In the madness that overtakes us as the NHL inches toward its annual trade-deadline carnival, there are some things worth noting that don't involve Peter Forsberg's foot, Mats Sundin's no-trade clause, and the rumors involving seemingly every member of the Ottawa Senators.

For instance, did you know that the two best teams in their respective conferences since the start of the new year are the Nashville Predators and the Pittsburgh Penguins? How's that for a potential Stanley Cup final?

In the 23 games played between Jan. 1 and Feb. 17, the Preds top all teams with 31 points on their record of 13-5-5. That's one point better than defending Cup champion Anaheim though the Ducks had played only 22 games.

The Penguins, meanwhile, have gone 13-5-3 for 29 points in 21 games, the bulk of which have been played without Sidney Crosby in the lineup. Pittsburgh is one point better than the East's other surging team, the Montreal Canadiens who have gone 13-6-2 for 28 in 21 games.

During that same stretch, the perceived best team in the East, the Senators, were 9-11-1, a record exactly equal to the cellar-dwelling Toronto Maple Leafs. That's 19 points in 21 games for each of those two teams.

In the West, the turnaround darling Chicago Blackhawks and the always interesting Canucks have been bottom feeders. Vancouver is 7-8-4 since the start of the new year, good for 18 points in 19 games. The Hawks, who regularly make the highlight reels with their picture-pretty goals, are 8-10-3.

Almost everyone knows that scoring is down, but did you know that overtime games have decreased as well? The perception is that teams in close games will play to get to OT and maybe even the shootout, but in the 897 matches played through Sunday there have been 185 OT decisions (20.6 percent of all games). In 2005-06, there were 281 OT decisions (22.8 percent). Oddly enough, that number was the same in 2006-07.

So far this season, there have been 93 OT points awarded to Western Conference teams and 92 to Eastern squads. Run that out over the full 1,230 regular season games and it computes to 254 OT points, down 27 from each of the past two seasons.

What does it mean? Hard to say. One could argue that teams are becoming more aware of the impact of three point games (two for a win, one for their technically non-losing opponent getting to the extra session). Some hockey people I've spoken to think teams are showing more push to "go for it" in regulation time, especially in division and conference games. The idea is to secure two points but also deny the opponent one that can be crucial in a playoff race and for positioning within the postseason standings.
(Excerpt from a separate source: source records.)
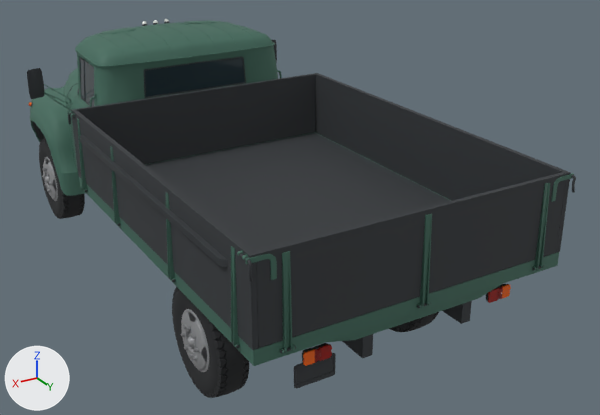
One commit to the glTF model public/models/gtav/zil130.glb: the scene before it, then after it.
Before and after are seen from a camera (50 mm lens) standing at (3.51, 7.52, 3.59) and looking at (-0.65, 0.59, 0.13). Every picture has the same lights, and +X, +Y and +Z are marked at lower left. The first picture is the older version. Where no turn or scale is listed for an object, it has been applied to the vertices.

Names of what the first picture shows: 'chassis_trim', 'chassisbody', 'glass', 'wheel_fl', 'wheel_rl' and 5 more.
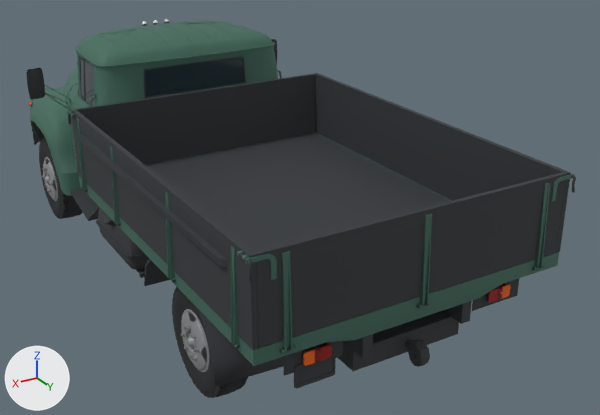
The change, as JSON lines over the scene's bpy script:
```json
{"op": "add", "block": "me_interior", "code": ["me_interior = bpy.data.meshes.new('interior')", "me_interior.from_pydata(...)  # 20560 vertices, 36773 faces; spans x -1.53..1.53, y -3.48..3.48, z -0.99..0.99", "me_interior.materials.append(mat_car_trim)  # dark grey #35383c"]}
{"op": "add", "block": "ob_interior", "code": ["ob_interior = bpy.data.objects.new('interior', me_interior)", "ob_interior.location = (0.0, 0.01, 0.793)"]}
```

Pixel boxes (x1, y1, x2, y2) of what changed, in the pictures (600 x 415 px):
```json
{"object": "interior", "change": "added", "after": [27, 22, 519, 386], "on screen": "mostly hidden"}
```

Interesting pickup in Calgary on Wednesday night as the Flames acquired JimVandermeer from the Philadelphia Flyers for a third-round pick in the 2009 draft.

It's interesting because the Flyers appear desperate for defensive help, but they moved a player who had been in the NHL all season in exchange for a draft pick at a time when a playoff berth is seriously in doubt.

The catch is that the Flyers earlier picked up Jaroslav Modry. At 37, he is 10 years older than Vandermeer, but the word out of Philadelphia is that the Flyers had grown tired of Vandermeer's penchant for giving the puck away at crucial times and that the team needed a steadier defenseman to play alongside Kimmo Timonen who is partial to taking chances on offense.

It's also interesting that the Flames now have eight defensemen, but it appears to be a depth move as Calgary has had problems with backline injuries for several seasons at playoff time. In addition, the unit falls off in all-around quality after the top four of Dion Phaneuf, Adrian Aucoin, Robyn Regehr and Cory Sarich, especially when veteran Rhett Warrener is hurt, which is often the case.